**Assigned task**:
Begin at the line below that has "return stud.intersect(flats)" and stop after the line that has "tip = face +". Please restate only those lines, word for word.

Items from a dataset
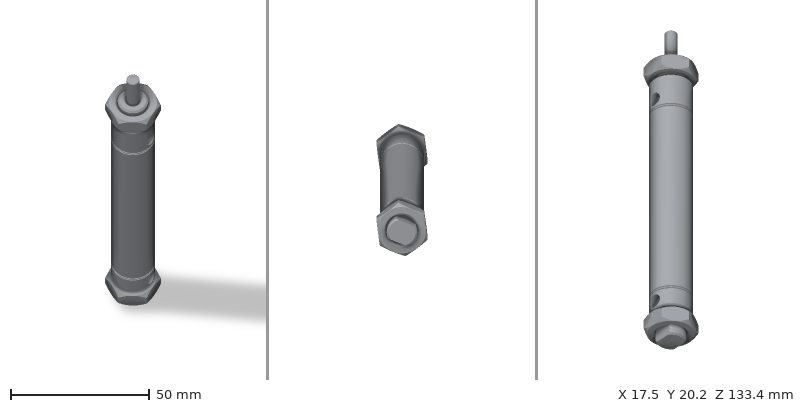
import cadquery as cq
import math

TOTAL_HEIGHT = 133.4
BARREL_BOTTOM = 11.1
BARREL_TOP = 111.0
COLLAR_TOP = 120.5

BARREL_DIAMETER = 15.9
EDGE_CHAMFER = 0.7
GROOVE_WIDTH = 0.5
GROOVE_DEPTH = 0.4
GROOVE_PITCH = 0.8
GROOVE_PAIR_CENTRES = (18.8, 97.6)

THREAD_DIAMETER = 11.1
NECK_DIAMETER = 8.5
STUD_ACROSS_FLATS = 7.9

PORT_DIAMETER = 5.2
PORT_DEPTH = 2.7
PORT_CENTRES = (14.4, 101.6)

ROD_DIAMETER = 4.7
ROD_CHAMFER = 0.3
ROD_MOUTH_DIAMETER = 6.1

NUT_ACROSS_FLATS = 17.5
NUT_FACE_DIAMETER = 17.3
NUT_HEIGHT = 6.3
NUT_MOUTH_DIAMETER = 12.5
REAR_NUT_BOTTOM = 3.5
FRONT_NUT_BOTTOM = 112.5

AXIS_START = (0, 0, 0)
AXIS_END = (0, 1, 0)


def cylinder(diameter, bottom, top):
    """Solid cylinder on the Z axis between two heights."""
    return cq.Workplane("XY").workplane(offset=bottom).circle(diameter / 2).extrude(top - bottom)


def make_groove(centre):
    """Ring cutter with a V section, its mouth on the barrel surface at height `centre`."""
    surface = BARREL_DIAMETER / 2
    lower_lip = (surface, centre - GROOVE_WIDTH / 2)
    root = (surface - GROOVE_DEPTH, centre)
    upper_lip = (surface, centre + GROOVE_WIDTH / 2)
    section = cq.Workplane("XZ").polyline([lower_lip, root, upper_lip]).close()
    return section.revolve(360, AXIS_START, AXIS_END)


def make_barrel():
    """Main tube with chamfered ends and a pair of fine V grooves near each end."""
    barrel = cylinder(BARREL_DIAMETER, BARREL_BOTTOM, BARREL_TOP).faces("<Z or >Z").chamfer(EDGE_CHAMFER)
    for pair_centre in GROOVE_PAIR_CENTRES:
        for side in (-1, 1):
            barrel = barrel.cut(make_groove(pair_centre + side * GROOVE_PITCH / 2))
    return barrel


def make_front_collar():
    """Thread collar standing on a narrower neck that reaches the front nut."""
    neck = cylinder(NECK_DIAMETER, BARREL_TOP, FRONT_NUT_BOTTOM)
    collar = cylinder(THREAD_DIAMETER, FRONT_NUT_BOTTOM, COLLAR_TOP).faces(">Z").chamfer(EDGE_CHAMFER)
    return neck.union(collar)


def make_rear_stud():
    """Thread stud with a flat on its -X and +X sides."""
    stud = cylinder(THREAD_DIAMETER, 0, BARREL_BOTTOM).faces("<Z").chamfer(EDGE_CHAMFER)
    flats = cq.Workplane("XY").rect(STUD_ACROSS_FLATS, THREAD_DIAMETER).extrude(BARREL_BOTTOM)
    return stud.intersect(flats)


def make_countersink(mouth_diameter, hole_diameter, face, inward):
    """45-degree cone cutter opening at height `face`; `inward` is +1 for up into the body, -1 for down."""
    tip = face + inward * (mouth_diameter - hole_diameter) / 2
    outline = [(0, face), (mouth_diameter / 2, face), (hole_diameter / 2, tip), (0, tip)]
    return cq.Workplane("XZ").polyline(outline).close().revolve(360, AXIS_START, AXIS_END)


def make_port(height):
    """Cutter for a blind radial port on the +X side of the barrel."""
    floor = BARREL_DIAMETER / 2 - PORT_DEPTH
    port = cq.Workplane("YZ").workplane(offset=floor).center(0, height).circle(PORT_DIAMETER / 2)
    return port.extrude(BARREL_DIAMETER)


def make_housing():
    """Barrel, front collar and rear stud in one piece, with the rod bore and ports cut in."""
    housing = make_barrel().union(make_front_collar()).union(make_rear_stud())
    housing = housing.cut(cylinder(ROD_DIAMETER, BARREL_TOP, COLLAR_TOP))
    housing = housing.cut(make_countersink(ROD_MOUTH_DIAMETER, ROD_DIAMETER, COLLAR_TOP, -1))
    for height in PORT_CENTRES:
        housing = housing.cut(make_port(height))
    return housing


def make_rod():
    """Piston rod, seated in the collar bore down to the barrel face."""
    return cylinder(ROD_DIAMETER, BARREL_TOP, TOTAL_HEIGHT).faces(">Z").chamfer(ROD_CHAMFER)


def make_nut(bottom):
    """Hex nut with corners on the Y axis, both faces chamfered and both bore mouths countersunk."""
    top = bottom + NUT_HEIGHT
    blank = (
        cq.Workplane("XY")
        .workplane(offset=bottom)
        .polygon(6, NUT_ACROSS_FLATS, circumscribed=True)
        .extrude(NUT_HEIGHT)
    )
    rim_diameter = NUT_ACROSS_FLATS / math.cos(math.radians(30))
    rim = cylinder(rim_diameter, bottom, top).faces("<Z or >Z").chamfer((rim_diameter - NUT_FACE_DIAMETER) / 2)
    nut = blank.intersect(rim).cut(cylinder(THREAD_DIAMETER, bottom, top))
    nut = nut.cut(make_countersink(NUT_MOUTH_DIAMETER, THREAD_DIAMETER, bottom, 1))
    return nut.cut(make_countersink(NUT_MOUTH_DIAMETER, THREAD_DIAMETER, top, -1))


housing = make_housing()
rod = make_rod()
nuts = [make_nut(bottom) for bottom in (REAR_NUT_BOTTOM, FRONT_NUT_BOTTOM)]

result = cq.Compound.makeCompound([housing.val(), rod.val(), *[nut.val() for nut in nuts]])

--

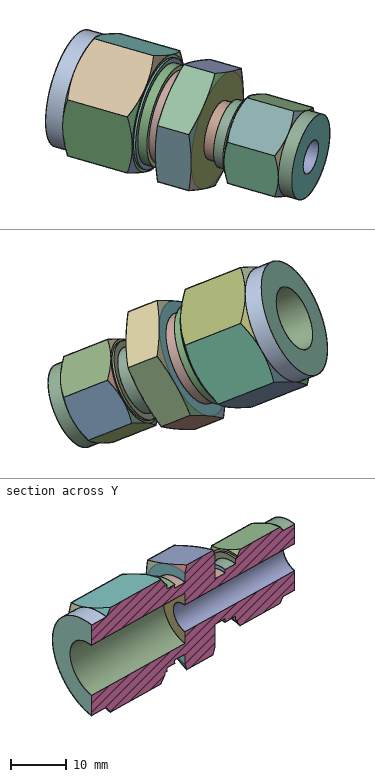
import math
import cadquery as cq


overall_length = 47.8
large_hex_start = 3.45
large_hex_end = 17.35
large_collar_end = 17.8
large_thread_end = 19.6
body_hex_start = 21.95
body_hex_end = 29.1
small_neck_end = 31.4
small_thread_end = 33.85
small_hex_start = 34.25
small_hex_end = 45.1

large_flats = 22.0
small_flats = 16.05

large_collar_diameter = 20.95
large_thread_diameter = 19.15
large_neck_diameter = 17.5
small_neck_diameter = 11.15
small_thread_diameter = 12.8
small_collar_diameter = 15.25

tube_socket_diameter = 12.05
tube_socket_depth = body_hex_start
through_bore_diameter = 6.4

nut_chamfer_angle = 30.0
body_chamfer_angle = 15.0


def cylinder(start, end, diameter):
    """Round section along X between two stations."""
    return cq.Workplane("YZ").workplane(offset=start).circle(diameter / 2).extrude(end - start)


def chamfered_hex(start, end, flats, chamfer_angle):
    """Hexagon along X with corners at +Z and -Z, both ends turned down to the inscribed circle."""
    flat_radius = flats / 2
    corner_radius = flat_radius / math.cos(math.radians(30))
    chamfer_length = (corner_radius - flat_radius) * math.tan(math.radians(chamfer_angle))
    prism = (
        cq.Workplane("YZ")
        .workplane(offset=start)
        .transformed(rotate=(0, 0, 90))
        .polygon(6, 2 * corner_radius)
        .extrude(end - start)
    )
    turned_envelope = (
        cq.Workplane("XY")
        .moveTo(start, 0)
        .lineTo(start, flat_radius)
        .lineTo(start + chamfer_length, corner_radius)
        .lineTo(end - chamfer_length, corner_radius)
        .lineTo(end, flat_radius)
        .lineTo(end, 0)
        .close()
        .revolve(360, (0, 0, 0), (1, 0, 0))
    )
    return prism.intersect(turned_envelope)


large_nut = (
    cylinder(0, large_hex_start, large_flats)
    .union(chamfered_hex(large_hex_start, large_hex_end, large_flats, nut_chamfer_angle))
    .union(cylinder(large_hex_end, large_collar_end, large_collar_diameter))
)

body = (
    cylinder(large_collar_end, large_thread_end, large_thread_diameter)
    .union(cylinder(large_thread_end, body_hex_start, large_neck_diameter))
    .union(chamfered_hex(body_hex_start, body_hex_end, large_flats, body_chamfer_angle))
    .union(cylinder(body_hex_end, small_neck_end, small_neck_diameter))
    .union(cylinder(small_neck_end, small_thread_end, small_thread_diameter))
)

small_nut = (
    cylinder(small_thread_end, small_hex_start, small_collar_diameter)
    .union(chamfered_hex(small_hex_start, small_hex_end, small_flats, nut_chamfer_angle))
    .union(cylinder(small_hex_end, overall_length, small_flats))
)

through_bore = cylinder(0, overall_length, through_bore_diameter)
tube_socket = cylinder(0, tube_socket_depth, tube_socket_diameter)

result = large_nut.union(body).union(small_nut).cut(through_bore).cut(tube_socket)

**Exercise response**:
    return stud.intersect(flats)


def make_countersink(mouth_diameter, hole_diameter, face, inward):
    """45-degree cone cutter opening at height `face`; `inward` is +1 for up into the body, -1 for down."""
    tip = face + inward * (mouth_diameter - hole_diameter) / 2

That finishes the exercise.